CIMB Research retains Add for DNex, target price 75 sen


KUALA LUMPUR: CIMB Equities Research is retaining its  Add call for Dagang Nexchange (DNeX) with a higher sum-of-parts based target price of 75 sen following its maiden foray into downstream retail oil & gas. The last traded price was 59 sen.

The research house said on Friday  DNeX’s unit OGPC secured a two-year contract to supply up to 100 units of portable container system (PCS) for mini pump stations nationwide. 

“The group expects the value of the PCS contract to range RM50mil to RM70mil. We are positively surprised by the news as the PCS supply contract creates a new earnings driver in the downstream retail oil & gas sector from OGPC,” it said.

CIMB Research raised its earnings per share (EPS) for FY17-19F by 1%-7%. It expects the group to record a stronger FY16-19F net profit CAGR of 16%. 

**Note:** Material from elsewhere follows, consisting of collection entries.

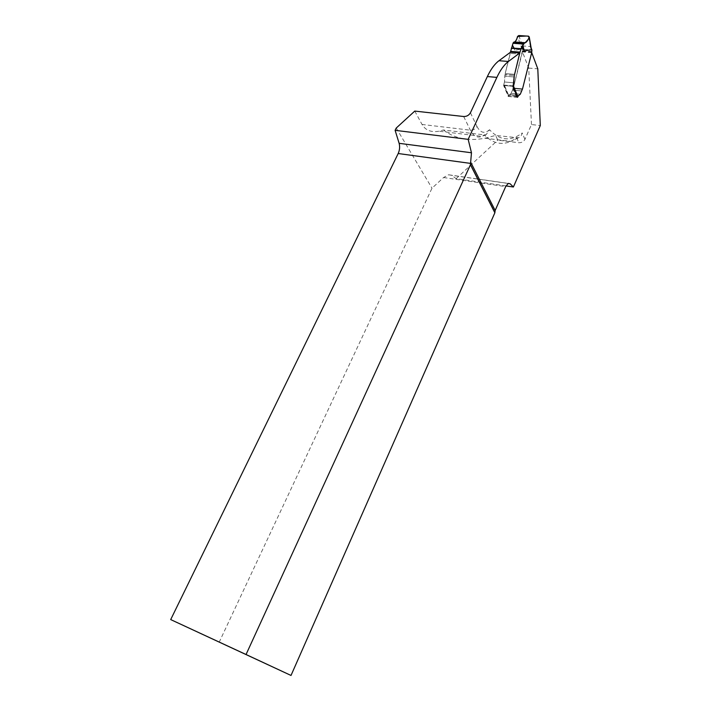 <?xml version="1.0" encoding="UTF-8"?>
<svg xmlns="http://www.w3.org/2000/svg" width="711" height="711" viewBox="0 0 711 711"><rect width="100%" height="100%" fill="white"/><g stroke="black" fill="none" stroke-linecap="round" stroke-linejoin="round"><path stroke-width="0.53" stroke-dasharray="3.56 2.67" d="M506.001 185.927L456.142 178.648L451.494 175.279L448.561 174.773L443.575 177.519L432.004 188.202L219.21 642.157M396.24 128.042L432.004 188.202M524.931 139.383L522.212 132.966C521.723 135.357 520.425 136.974 518.319 137.818L495.62 135.437L497.789 140.165L518.834 142.724C521.598 142.813 523.634 141.702 524.931 139.383L531.481 124.558L540.298 125.536M414.78 111.085L422.041 124.461C425.516 130.353 431.195 132.593 439.069 131.197L443.362 129.98L484.307 134.894L486.182 134.646L489.559 129.74C499.797 140.698 510.685 141.773 522.212 132.966M443.362 129.98C454.622 138.583 468.478 141.329 484.938 138.227L495.62 135.437M456.142 178.648L497.789 140.165M531.481 124.558L528.717 68.078L522.487 51.93L513.226 88.448L511.12 93.31L509.618 94.714L511.12 93.31L513.226 88.448L522.674 49.814L522.949 49.37L531.917 50.019M510.48 52.223L505.192 73.553L510.311 53.369L519.661 54.063L510.311 53.369L510.48 52.223M504.988 74.531L504.49 81.978L504.828 76.166L514.151 76.975L504.828 76.166L504.943 74.877L514.32 75.339L504.988 74.531M513.253 85.48L511.956 86.227L504.517 85.542L503.895 85L504.49 81.978L513.795 82.814L504.49 81.978L503.592 85.453L512.889 86.307M503.886 85L508.543 96.003L509.334 94.767L508.605 95.656L517.812 96.554L508.605 95.656L508.241 96.456L503.592 85.453M509.334 94.767L518.808 95.603L509.334 94.767M528.717 68.078L537.792 68.816M531.704 52.605L522.487 51.93M517.448 97.354L508.241 96.456M508.543 96.003L509.165 96.545L517.332 97.069M522.949 49.37L531.828 49.814M531.17 48.064L530.148 46.499L522.754 45.975L522.096 48.339L522.674 49.814M512.471 45.815L514.906 50.214L522.096 49.157L522.096 48.339M518.781 35.55L522.585 46.117M530.397 46.668L528.584 36.181M522.096 49.157L517.519 36.474M514.906 50.214L512.507 44.597M508.107 183.465L451.494 175.279M463.679 116.515L470.327 130.166C473.437 136.165 477.285 138.227 481.88 136.37L484.307 134.894C492.607 143.284 501.442 145.444 510.827 141.382L516.764 137.97L518.834 142.724M470.433 112.765L476.974 126.487C475.499 129.02 473.286 130.246 470.327 130.166L422.041 124.461M443.575 177.519L479.605 182.798M481.249 183.038L505.672 186.611M476.974 126.487C480.414 132.948 484.609 134.032 489.559 129.74M514.524 74.353L505.192 73.553L514.524 74.353M513.075 85.907L503.779 85.053M522.532 88.866L513.351 88.013L522.532 88.866M522.407 89.302L513.226 88.448L522.407 89.302M521.758 90.972L512.578 90.101L521.758 90.972M520.301 94.19L511.12 93.31L520.301 94.19M504.517 85.542L509.165 96.545M516.524 97.265L511.956 86.227M530.148 46.499L531.295 49.566M523.927 49.041L522.754 45.975M508.605 95.656L503.948 84.627M503.903 85.062L512.951 85.889M531.792 52.001L522.585 51.334M522.558 50.899L531.775 51.565M531.757 52.392L522.541 51.725M518.319 137.818L510.827 141.382L484.938 138.227M486.182 134.646L481.88 136.37L439.069 131.197M448.561 174.773L477.668 178.976M477.783 178.994L508.241 183.402M510.036 94.643L519.226 95.532L510.036 94.643M514.115 47.673L512.613 44.971"/><path stroke-width="1.07" d="M494.865 212.793L291.012 675.45L246.05 654.511L470.433 164.765L494.865 212.793L495.149 210.483L505.672 186.611L508.241 183.402L510.08 183.749L513.386 187.002L506.001 185.927M513.813 42.171L525.393 42.722C526.789 41.949 528.042 40.118 529.153 37.23L528.584 36.181L518.781 35.55L517.519 36.474C516.764 39.718 515.599 41.611 514.026 42.162L525.109 42.829L528.149 39.461C529.571 37.123 528.984 35.985 526.389 36.039L517.519 36.474C516.897 39.381 515.928 41.211 514.622 41.985L512.995 43.309L510.489 51.974L519.839 52.658L514.266 75.677L519.83 52.907L510.48 52.223L498.971 60.719C494.723 63.901 490.848 69.18 487.355 76.557L470.433 112.765C468.922 115.324 466.674 116.577 463.679 116.515L414.78 111.085L396.24 128.042L395.112 130.326L399.129 143.32L471.473 152.767L470.433 164.765M291.012 675.45L170.702 619.583L398.196 153.523C399.698 150.11 400.009 146.715 399.129 143.32M519.83 52.907L508.427 61.466C504.206 64.674 500.357 69.98 496.873 77.392L468.158 139.347L395.112 130.326M531.828 49.814L531.757 52.392L522.532 88.866L531.704 52.605L537.792 68.816L540.298 125.536L513.386 187.002M522.532 88.866L520.301 94.19L518.532 95.656L520.301 94.19L522.532 88.866M517.812 96.554L518.532 95.656L517.448 97.354L512.889 86.307L513.795 82.814L514.266 75.677L513.253 85.48L517.812 96.554L517.332 97.069M468.158 139.347L471.473 152.767M246.05 654.511L170.702 619.583M531.89 50.481L531.33 48.997L531.33 49.814L524.22 50.89L521.821 46.473L522.887 45.317L524.22 50.89M519.839 52.658L521.821 46.473M531.33 48.997L531.17 48.064M524.576 42.909L522.887 45.317M529.153 37.23L531.33 49.814M510.08 183.749L508.107 183.465M487.355 76.557L496.873 77.392M479.605 182.798L481.249 183.038M495.149 210.483L470.744 162.312M470.442 163.379L398.196 153.523M498.971 60.719L508.427 61.466M510.569 51.405L519.919 52.09M511.351 48.304L520.71 48.979M511.458 47.992L520.816 48.659M512.995 43.309L523.589 44.038M513.138 42.989L523.785 43.718M513.386 42.518L524.105 43.255M470.389 164.463L494.812 212.491M531.935 50.108L531.224 48.206M524.425 42.944L513.68 42.207M525.465 42.722L514.551 41.985M531.33 48.988L529.242 36.883"/></g></svg>
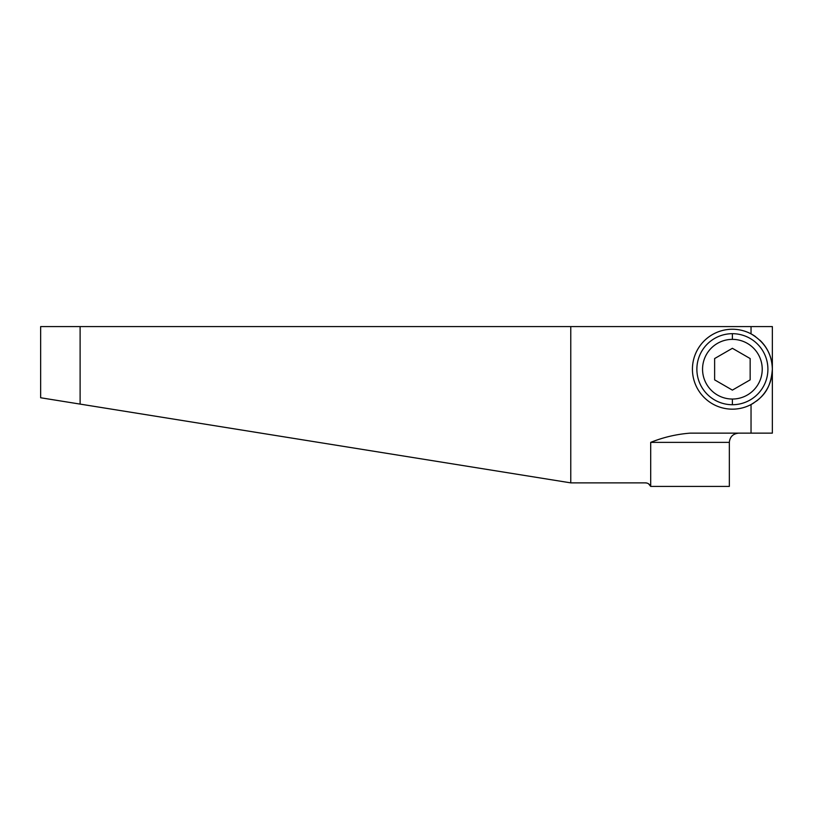 <?xml version="1.0" encoding="UTF-8"?>
<svg xmlns="http://www.w3.org/2000/svg" width="813" height="813" viewBox="0 0 813 813"><rect width="100%" height="100%" fill="white"/><g stroke="black" fill="none" stroke-linecap="round" stroke-linejoin="round"><path stroke-width="1.22" d="M772.35 326.582L80.111 326.582L80.111 404.102L40.65 397.76L570.777 482.871L645.431 482.871A5.681 5.681 0 0 1 650.695 486.418L650.695 442.374L729.342 442.374C729.881 436.794 733.011 433.715 738.712 433.136C733.011 433.715 729.881 436.794 729.342 442.374L729.342 486.418L729.342 442.374L650.695 442.374C663.418 437.262 676.589 434.183 690.207 433.136L772.35 433.136L751.039 433.136L751.039 404.549C761.933 397.933 770.836 390.118 772.35 369.204L772.35 433.136L772.35 369.204C771.923 353.807 764.82 342.029 751.039 333.858L751.039 326.582L772.35 326.582L772.35 369.204C771.923 353.807 764.82 342.029 751.039 333.858A39.959 39.959 0 0 0 693.601 378.807A39.959 39.959 0 0 0 753.834 402.923A39.959 39.959 0 0 1 751.039 404.549C761.933 397.933 770.836 390.118 772.35 369.204L772.35 326.582M751.039 333.869A39.959 39.959 0 0 1 755.602 336.684A39.959 39.959 0 0 0 693.601 378.807A39.959 39.959 0 0 0 751.039 404.549L751.039 433.136L690.207 433.136C676.589 434.183 663.418 437.262 650.695 442.374L650.695 486.418A5.681 5.681 0 0 0 645.431 482.871L647.087 483.115M650.695 486.418L729.342 486.418L650.695 486.418L648.601 483.837M772.35 368.797A39.959 39.959 0 0 0 759.87 340.19A39.959 39.959 0 0 1 763.6 344.255M766.74 348.797A39.959 39.959 0 0 1 767.198 349.58M769.22 353.706A39.959 39.959 0 0 1 769.555 354.519M770.511 357.232A39.959 39.959 0 0 1 772.34 368.309M756.486 401.083A39.959 39.959 0 0 0 772.34 369.854A39.959 39.959 0 0 1 756.486 401.083M751.039 333.858L751.039 326.582L570.777 326.582L570.777 482.871L645.431 482.871M80.111 404.102L40.65 397.76L40.65 326.582L80.111 326.582L80.111 404.102L570.777 482.871L570.777 326.582L80.111 326.582M732.391 333.686A35.518 35.518 0 0 0 696.873 369.204A35.518 35.518 0 0 0 732.391 404.722A35.518 35.518 0 0 0 767.909 369.204A35.518 35.518 0 0 0 732.391 333.686A35.518 35.518 0 0 1 767.909 369.204A35.518 35.518 0 0 1 732.391 404.722L732.391 399.041A29.837 29.837 0 0 0 762.228 369.204A29.837 29.837 0 0 0 732.391 339.367L732.391 333.686L732.391 339.367A29.837 29.837 0 0 0 702.554 369.204A29.837 29.837 0 0 0 732.391 399.041L732.391 404.722A35.518 35.518 0 0 1 696.873 369.204A35.518 35.518 0 0 1 732.391 333.686M732.391 339.367A29.837 29.837 0 0 1 762.228 369.204A29.837 29.837 0 0 1 732.391 399.041A29.837 29.837 0 0 1 702.554 369.204A29.837 29.837 0 0 1 732.391 339.367M732.391 390.118L750.155 379.864L750.155 358.553L732.391 348.299L714.627 358.553L714.627 379.864L732.391 390.118L714.627 379.864L714.627 358.553L732.391 348.299L750.155 358.553L750.155 379.864L732.391 390.118"/></g></svg>
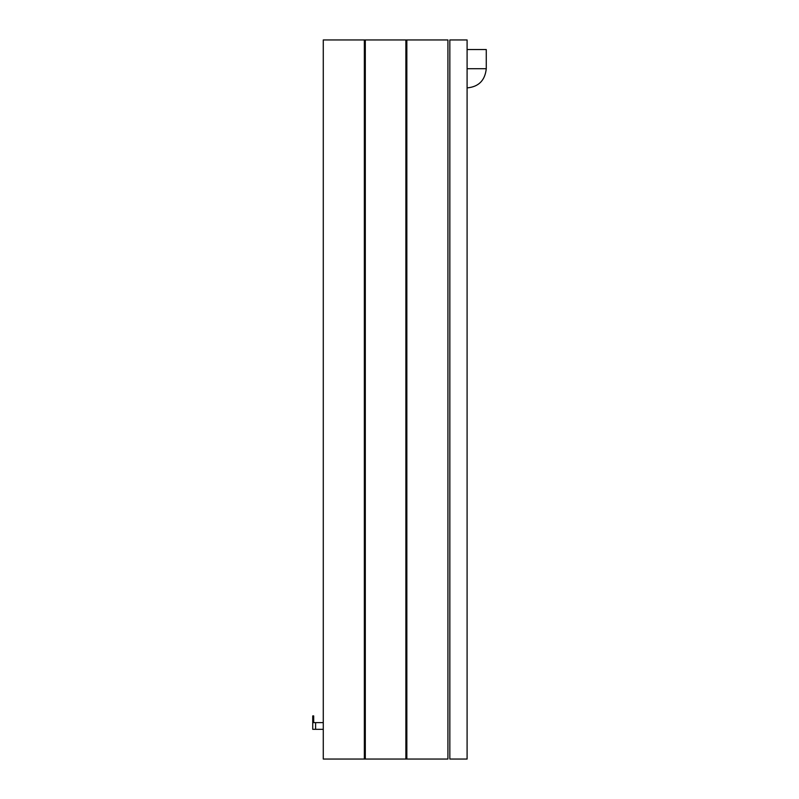 <?xml version="1.0" encoding="UTF-8"?>
<svg xmlns="http://www.w3.org/2000/svg" width="799" height="799" viewBox="0 0 799 799"><rect width="100%" height="100%" fill="white"/><g stroke="black" fill="none" stroke-linecap="round" stroke-linejoin="round"><path stroke-width="1.2" d="M467.095 759.05L467.095 39.95L449.837 39.95L449.837 759.05L467.095 759.05M467.095 49.538L486.271 49.538L467.095 49.538M405.882 39.95L405.882 759.05L406.841 759.05L406.841 39.95L364.344 39.95L364.344 759.05L365.303 759.05L365.303 39.95M364.344 759.05L323.275 759.05L323.275 39.95L364.344 39.95M405.882 759.05L365.303 759.05M406.841 39.95L447.919 39.95L447.919 759.05L406.841 759.05M323.275 729.327L312.729 729.327L312.729 722.616L323.275 722.616M312.729 722.616L312.729 729.327L312.729 715.904L313.687 715.904L313.687 722.616M467.095 68.714L486.271 68.714L467.095 68.714M315.605 729.327L315.605 722.616M486.271 49.538L486.271 68.714C485.023 80.469 478.631 86.861 467.095 87.89"/></g></svg>

To recap, DNeX announced that OGPC has been awarded a tagged the job from Petro Teguh Sdn Bhd (PT) to supply of up to 100 PCS for petroleum products.
 
The PCS, a self-contained modular fuel storage and dispensing unit, is targeted to be used for the supply of petrol at fish landing jetties nationwide. 

The group expects to supply about 30 PCS units in 2017 and the remaining 70 units in 2018.

The contract is for the design, engineering, construction, installation and maintenance of the PCS units. 

The group expects the contract value to range between RM50m and RM75m, as the contract price for a pump station with single storage is RM500,000 per unit per site, while the contract price for a PCS station with double storage is RM750,000 per unit per site. 

Each PCS station will have a storage capacity that will be based on the requirement of the location and the captive market it is designed to serve. 

Apart from being a new venture for DNex, it said the new venture will create a new revenue stream for the company. 

“Moreover, we see potential for additional PCS contracts in the future given that PT is also managing a growing network of nationwide mini pump stations located in the suburb and rural areas. 

“We raise our FY17-19F EPS by 1-7 % to account for the new PCS contract, but expect the majority of the revenue to be recognised in FY18F. 

“We expect DNeX to record a robust FY16-19F net profit CAGR of 16%, driven by resilient earnings growth in both its IT services and energy segments. 

“However, we expect the energy division to record faster growth of about 22% p.a. (vs. 13% growth for the IT division), driven by new contracts from OGPC and higher crude oil volume production  from Ping Petroleum. 

“DNeX trades at 15 times FY18F P/E, in line with its historical five-year mean. New contracts for vehicle entry permit (VEP) and road charges (RC) systems at the Thai borders, and higher crude oil prices are potential re-rating catalysts for the stock. 

“Key downside risks to our Add call are lower crude oil prices, decline in National Single Window (NSW) transaction volume post-expiry of its concession in September 2018 and delay in VEP & RC contract awards,” said CIMB Research.